The u64 (and I was just guessing that a u64 would work) just needs to store
whatever time information the OS stores in any format.  All darcs does is
checks if two files have identical modification times.  When it writes to
_darcs/current/, if the file is identical to the one in the working
directory it sets its mtime to be identical to that of hte one in the
working directory (to save time when running whatsnew later).  So as long
as we can read, write and compare mtimes losslessly, we're good.  We don't
really need the ctime, but I think you can't write the mtime without also
writing the ctime.

> > I'd also need a settimes call, and eventually would like to have a call to
> > read a symlink's contents.
> 
> mtime, ctime and atime?
> 
> Reading a symlink's contents is reading the file name it points to?
> Also, how do we want to handle this on Win32? IIRC, it'll create .lnk
> files for it's "symlinks". Shall we internally just use the name without
> the trailing .lnk? Or keep the suffix? From my memories, the windows VFS
> API is a hugh mess...  Recording this suffix (and re-creating it
> possibly again) will be a hugh mess if you replay the patch on a Un*x
> system as well as on Windows...

Yes, I mean reading the file name it points to.  We could just omit symlink
support on windows if necesary, although I think we need to know that they
aren't real files--that's why I put "doesn't exist" as an option for the
enumeration for filesystem object types--it's where we'd stick things that
we can't handle.  Support for reading symlinks is definitely a future
feature.

> > I think ideally I might want these calls to accept the file name as a char
> > * to a non-null-terminated string together with a string length, since this
> > would work best with darcs' internal format for strings (which isn't null
> > terminated, so we can take substrings cheaply).
> 
> No problem with that. We'll then have to re-allocate for all file names
> within the C part to get something \0 terminated.

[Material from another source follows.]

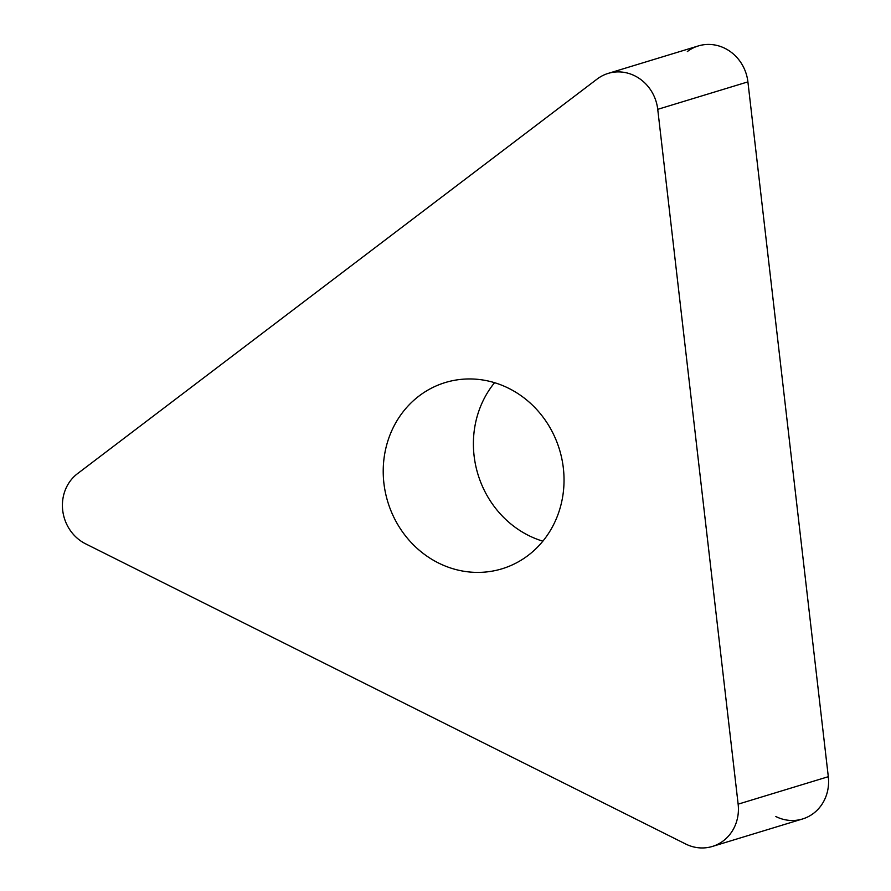 <?xml version="1.0" encoding="UTF-8"?>
<svg xmlns="http://www.w3.org/2000/svg" width="891" height="891" viewBox="0 0 891 891"><rect width="100%" height="100%" fill="white"/><g stroke="black" fill="none" stroke-linecap="round" stroke-linejoin="round"><path stroke-width="1.34" d="M712.366 846.45L802.535 818.974A40.886 37.689 -106.9 0 0 828.307 776.696L747.905 81.872A40.886 37.689 -106.9 0 0 698.321 45.942L608.152 73.407A40.886 37.689 73.1 0 1 657.736 109.337L738.138 804.161A40.886 37.689 73.1 0 1 712.366 846.45A40.886 37.689 73.1 0 1 685.669 844L85.592 543.822A40.886 37.689 73.1 0 1 77.484 473.678L597.159 79.032A40.886 37.689 73.1 0 1 608.152 73.407M542.864 541.182A97.353 89.746 73.1 0 1 494.572 382.696M462.474 379.243A97.353 89.746 -106.9 0 0 445.255 382.551A97.353 89.746 -106.9 0 0 385.424 492.623A97.353 89.746 -106.9 0 0 484.793 572.1A97.353 89.746 -106.9 0 0 502.001 568.803A97.353 89.746 -106.9 0 0 561.831 458.731A97.353 89.746 -106.9 0 0 462.474 379.243M775.838 816.535A40.886 37.689 -106.9 0 0 828.307 776.696L747.905 81.872A40.886 37.689 -106.9 0 0 687.329 51.567M747.905 81.872L657.736 109.337M738.138 804.161L828.307 776.696"/></g></svg>

I was thinking that perhaps we could just have a static buffer (and check
that it's big enough.  If we're going to have to call malloc every time,
perhaps we may as well do that on the haskell side.  On the other hand, I'm
not really sure how expensive a malloc is when compared with a
stat--perhaps it's negligible.  On the third hand, if malloc is negligible,
then it's probably also negligible (although perhaps less so) when done on
the haskell side.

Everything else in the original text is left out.